Bite Me! Film Festival Wrap Up
Toronto can add another film festival to its already considerable roster. This past weekend, first annual Bite Me! Toronto International Body Image Film and Arts Festival took place at the NFB’s Mediatheque before an enthusiastic audience. The festival, brainchild of journalist and scholar Jill Andrews, was conceived as an entertaining and accessible way of discussing body image; by this the festival was successful. Here are some quick reviews of the films, some of which will be playing at other festivals, whilst others are available online.
Killing Us Softly 4
Director: Sut Jhally
The Killing us Softly series is quite well known amongst women’s studies scholars. Put simply, the series argues that the image of women as portrayed in popular media is at best psychologically destructive, and at worst contributes to violence against women. The documentary is essentially a taped lecture delivered by academic Jean Kilbourne, along with visual aides in the form of print and television advertisements. Kilbourne is eloquent, passionate, witty, and demands attention; this being said, the fact that Kilbourne is the only word makes this documentary feel like an editorial.
The Story of Furious Pete
Director: George Tsioutsioulas
‘Furious’ Pete Czerwinski is a one-time anorexic who not only overcame his illness, but has become one of the foremost competitive eaters in the world. For those unfamiliar with the ‘sport’ (or entertainment?) of competitive eating, this documentary is certainly a good introduction; watching Pete in action is incredible. Unfortunately, the film loses focus towards the end. However, ‘Furious’ Pete himself made and appearance at the festival and fielded questions.
Ebony Chunky Love: Bitch Can’t Get a Date!
Director: Lonnie Tristan Renteria
Keith Price is a stand-up comic; he is also black, gay, overweight, and grew up in Texas. As it turns out, this combination of traits, along with a dose of unflinching honesty, makes for hysterical comedy, insightful commentary, and a successful documentary.

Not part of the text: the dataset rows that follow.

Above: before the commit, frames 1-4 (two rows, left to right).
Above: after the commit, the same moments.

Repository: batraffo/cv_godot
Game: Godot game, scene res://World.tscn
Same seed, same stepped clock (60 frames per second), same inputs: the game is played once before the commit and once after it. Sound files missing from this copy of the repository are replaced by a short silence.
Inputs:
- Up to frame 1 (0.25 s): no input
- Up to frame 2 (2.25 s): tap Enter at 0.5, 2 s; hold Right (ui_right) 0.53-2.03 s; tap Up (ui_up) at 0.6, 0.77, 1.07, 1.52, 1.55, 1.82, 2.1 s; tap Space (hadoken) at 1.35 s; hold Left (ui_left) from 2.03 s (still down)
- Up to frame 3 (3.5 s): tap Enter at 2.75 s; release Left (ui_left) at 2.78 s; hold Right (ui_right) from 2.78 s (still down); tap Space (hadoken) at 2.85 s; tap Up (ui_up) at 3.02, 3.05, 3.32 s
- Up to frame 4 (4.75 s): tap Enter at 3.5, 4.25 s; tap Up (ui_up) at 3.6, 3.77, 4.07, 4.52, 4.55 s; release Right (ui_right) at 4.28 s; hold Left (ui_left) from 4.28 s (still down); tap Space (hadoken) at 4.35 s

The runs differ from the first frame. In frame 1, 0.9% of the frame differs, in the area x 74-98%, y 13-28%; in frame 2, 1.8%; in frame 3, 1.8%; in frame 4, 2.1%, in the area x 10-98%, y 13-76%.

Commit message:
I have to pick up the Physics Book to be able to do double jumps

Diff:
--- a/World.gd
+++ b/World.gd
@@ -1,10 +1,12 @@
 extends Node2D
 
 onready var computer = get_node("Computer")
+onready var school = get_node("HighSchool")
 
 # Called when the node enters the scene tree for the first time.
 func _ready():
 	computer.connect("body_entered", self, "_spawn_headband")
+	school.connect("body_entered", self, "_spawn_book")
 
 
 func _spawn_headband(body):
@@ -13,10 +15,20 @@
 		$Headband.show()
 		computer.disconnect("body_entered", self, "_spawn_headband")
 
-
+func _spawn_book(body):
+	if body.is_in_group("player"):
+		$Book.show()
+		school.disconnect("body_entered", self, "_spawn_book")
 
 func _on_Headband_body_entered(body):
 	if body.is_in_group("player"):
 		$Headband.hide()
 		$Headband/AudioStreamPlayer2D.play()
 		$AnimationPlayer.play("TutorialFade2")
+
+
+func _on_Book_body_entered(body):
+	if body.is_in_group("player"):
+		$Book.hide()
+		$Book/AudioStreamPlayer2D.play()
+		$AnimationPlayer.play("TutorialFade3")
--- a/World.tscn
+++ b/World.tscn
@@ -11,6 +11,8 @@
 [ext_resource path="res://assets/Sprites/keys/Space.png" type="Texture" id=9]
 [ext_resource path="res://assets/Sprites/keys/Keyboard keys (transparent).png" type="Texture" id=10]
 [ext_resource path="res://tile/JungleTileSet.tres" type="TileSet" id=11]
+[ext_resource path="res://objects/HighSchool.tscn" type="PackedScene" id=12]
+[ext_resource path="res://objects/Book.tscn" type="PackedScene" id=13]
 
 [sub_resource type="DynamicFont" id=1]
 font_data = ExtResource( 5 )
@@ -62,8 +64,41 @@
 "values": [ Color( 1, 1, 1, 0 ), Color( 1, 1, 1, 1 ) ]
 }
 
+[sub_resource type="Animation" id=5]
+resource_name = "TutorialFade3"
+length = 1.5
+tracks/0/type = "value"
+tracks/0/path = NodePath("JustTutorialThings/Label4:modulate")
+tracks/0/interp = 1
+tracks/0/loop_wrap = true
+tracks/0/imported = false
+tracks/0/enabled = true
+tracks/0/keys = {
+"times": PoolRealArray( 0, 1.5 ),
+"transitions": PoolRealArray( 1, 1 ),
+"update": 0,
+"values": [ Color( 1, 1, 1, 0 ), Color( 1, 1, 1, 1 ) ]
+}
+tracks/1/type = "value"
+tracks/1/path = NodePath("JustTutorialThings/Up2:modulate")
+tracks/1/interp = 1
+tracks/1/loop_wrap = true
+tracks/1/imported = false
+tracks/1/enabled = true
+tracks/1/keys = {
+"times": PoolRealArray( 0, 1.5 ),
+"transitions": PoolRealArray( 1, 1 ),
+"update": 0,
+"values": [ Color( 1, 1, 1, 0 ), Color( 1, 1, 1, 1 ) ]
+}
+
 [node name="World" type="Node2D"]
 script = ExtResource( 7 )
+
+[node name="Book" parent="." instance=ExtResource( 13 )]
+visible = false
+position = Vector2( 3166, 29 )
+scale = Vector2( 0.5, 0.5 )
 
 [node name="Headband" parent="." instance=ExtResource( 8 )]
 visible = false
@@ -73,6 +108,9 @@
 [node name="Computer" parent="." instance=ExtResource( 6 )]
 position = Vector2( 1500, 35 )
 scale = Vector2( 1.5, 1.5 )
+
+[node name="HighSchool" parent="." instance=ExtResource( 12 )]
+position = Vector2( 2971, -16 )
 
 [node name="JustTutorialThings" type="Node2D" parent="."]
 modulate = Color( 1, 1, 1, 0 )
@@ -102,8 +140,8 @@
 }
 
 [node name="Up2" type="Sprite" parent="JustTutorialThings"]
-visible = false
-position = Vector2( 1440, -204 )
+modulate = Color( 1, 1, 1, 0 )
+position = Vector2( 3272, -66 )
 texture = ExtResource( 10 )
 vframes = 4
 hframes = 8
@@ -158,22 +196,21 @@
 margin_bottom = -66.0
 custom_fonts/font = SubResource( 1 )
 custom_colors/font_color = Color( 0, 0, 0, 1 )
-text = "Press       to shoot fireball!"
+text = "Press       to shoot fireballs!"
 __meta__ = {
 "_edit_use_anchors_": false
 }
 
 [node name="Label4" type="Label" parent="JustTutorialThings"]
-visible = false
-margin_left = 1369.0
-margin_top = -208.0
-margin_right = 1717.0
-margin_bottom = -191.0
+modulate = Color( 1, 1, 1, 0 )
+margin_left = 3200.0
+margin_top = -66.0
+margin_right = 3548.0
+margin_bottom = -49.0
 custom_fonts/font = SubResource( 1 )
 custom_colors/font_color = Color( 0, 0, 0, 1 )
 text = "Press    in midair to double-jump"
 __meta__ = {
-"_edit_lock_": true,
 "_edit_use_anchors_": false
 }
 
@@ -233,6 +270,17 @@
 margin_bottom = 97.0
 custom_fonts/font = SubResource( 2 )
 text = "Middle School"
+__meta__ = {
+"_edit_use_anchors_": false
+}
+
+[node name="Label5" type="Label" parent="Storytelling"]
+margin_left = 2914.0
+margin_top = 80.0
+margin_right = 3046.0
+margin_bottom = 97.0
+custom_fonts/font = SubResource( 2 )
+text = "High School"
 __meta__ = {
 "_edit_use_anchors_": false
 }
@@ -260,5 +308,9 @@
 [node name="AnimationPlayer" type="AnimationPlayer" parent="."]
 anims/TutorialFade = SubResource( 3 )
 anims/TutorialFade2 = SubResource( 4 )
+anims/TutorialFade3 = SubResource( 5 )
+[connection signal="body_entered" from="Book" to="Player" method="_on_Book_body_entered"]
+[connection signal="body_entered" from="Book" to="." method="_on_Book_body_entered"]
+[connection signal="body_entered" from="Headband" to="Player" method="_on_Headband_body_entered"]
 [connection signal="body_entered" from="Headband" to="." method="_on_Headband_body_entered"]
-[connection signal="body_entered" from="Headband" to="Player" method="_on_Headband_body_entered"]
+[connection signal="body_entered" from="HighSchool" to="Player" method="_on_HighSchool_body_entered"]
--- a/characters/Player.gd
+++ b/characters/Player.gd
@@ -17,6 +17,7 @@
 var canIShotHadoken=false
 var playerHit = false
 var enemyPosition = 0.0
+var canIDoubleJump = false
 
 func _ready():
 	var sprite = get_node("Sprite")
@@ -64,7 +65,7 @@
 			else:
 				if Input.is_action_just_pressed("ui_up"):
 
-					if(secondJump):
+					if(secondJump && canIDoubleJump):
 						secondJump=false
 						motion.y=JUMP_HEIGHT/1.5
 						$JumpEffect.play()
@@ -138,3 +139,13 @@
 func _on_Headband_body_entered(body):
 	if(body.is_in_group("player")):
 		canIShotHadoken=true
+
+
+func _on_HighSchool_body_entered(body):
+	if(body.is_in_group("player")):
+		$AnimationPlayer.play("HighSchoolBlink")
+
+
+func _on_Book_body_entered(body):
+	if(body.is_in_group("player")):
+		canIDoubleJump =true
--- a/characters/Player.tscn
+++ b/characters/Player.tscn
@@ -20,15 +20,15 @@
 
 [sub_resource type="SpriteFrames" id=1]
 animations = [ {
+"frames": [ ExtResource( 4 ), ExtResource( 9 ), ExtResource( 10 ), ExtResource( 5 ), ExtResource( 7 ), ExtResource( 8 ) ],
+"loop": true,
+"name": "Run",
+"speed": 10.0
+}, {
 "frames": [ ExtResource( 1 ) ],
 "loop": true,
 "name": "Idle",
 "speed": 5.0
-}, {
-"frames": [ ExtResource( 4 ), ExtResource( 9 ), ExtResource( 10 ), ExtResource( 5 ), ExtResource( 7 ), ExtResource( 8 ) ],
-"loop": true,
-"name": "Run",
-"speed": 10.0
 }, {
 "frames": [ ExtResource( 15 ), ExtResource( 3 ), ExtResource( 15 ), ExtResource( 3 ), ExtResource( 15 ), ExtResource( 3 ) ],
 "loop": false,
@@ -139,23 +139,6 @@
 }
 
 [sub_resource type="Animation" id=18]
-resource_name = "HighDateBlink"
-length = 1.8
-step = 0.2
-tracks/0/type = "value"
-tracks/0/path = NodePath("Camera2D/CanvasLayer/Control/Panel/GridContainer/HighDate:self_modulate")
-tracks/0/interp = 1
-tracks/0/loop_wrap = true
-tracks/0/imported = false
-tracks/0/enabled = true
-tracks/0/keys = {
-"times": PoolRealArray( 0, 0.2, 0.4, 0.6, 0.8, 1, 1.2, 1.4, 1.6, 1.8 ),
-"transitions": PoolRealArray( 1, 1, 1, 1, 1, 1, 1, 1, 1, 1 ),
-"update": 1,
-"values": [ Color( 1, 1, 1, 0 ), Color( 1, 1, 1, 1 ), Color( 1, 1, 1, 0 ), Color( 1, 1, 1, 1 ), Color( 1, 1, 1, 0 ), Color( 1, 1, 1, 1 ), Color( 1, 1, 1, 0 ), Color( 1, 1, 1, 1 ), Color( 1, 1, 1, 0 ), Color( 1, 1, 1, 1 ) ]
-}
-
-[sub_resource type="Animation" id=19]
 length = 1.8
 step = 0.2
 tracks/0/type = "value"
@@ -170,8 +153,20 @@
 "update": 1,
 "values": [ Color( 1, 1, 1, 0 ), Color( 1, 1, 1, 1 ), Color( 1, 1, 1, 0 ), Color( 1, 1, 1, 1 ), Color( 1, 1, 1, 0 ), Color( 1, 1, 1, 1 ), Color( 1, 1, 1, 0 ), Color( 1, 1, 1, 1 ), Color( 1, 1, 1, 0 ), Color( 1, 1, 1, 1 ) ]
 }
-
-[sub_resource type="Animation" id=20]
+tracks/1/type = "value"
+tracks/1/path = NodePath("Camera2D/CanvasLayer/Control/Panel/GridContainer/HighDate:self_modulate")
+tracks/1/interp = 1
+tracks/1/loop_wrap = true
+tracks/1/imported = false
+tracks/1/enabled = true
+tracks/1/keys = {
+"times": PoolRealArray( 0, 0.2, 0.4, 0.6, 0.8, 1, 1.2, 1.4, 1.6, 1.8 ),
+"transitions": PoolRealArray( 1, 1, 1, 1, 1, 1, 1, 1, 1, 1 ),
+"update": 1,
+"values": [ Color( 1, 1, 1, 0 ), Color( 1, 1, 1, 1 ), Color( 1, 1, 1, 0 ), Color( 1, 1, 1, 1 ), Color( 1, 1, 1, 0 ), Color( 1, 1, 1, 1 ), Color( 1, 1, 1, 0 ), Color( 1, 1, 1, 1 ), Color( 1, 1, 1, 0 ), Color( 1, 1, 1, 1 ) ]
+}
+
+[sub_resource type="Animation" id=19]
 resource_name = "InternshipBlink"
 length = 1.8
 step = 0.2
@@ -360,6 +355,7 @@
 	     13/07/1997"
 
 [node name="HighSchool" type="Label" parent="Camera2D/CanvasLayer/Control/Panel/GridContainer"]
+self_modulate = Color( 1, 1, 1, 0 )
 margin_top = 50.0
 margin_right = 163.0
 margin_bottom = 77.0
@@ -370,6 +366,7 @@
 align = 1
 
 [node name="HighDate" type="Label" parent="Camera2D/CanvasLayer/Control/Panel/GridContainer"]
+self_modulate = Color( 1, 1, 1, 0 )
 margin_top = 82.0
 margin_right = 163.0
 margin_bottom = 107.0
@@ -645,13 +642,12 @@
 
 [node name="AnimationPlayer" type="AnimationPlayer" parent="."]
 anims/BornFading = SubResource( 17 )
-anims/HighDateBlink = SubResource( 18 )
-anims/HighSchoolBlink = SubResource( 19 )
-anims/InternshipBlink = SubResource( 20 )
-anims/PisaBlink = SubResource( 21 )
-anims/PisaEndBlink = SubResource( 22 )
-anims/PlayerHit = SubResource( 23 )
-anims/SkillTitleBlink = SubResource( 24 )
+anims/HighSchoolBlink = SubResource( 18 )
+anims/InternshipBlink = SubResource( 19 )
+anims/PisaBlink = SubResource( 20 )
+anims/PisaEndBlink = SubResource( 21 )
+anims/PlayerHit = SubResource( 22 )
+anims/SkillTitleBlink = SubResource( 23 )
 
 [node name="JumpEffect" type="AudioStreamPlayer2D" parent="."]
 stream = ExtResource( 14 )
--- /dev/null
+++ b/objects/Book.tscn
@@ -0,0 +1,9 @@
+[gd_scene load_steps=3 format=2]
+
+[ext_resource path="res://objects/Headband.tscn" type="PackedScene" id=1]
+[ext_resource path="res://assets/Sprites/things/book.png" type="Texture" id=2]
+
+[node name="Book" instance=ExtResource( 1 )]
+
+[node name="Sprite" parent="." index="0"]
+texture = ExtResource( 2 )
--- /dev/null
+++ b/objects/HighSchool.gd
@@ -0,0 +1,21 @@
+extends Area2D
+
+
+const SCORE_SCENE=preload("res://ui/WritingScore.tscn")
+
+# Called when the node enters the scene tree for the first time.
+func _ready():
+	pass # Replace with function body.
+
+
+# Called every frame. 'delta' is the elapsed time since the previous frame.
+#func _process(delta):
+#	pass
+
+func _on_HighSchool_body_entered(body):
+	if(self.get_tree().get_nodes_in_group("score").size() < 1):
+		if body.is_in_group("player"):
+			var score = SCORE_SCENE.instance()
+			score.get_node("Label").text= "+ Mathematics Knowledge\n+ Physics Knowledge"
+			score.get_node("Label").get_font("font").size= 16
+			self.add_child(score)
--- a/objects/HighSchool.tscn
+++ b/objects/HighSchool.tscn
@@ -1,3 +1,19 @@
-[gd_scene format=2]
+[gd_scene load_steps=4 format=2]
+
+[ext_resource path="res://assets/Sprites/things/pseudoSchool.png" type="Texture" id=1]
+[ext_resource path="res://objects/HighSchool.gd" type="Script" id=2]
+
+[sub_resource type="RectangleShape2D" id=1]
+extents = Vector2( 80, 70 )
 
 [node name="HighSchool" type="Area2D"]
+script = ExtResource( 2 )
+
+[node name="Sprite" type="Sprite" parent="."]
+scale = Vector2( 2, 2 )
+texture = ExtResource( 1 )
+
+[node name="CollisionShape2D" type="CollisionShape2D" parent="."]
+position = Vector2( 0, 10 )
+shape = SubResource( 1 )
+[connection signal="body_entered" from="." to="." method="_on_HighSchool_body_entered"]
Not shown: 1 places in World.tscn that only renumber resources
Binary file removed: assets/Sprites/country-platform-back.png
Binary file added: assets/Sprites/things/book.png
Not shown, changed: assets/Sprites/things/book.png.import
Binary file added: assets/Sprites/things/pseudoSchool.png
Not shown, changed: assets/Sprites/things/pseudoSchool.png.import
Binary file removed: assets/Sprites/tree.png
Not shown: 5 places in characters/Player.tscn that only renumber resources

The less successful portion of this documentary consisted of interviews with a sociologist who didn’t really add much to the film that Price himself didn’t cover.
Director: Jesse Epstein
This documentary short is about a ballet dancer who believes that his nose (which is large, and, in his words, ‘Italian’) is preventing him from advancing in the ballet world. What follows is an honest reflection on art and aesthetics.
Director: Jesse Epstein
34x25x36 is a short about the manufacture of mannequins; as one designer says, “There are no perfect bodies. We make the perfect bodies.”
A Question of Beauty
Director: Colleen Furlotte
Director Colleen Furlotte puts a straightforward question to twenty-nine women, aged ten to seventy-four: what is beauty? The result is meditative and surprisingly funny.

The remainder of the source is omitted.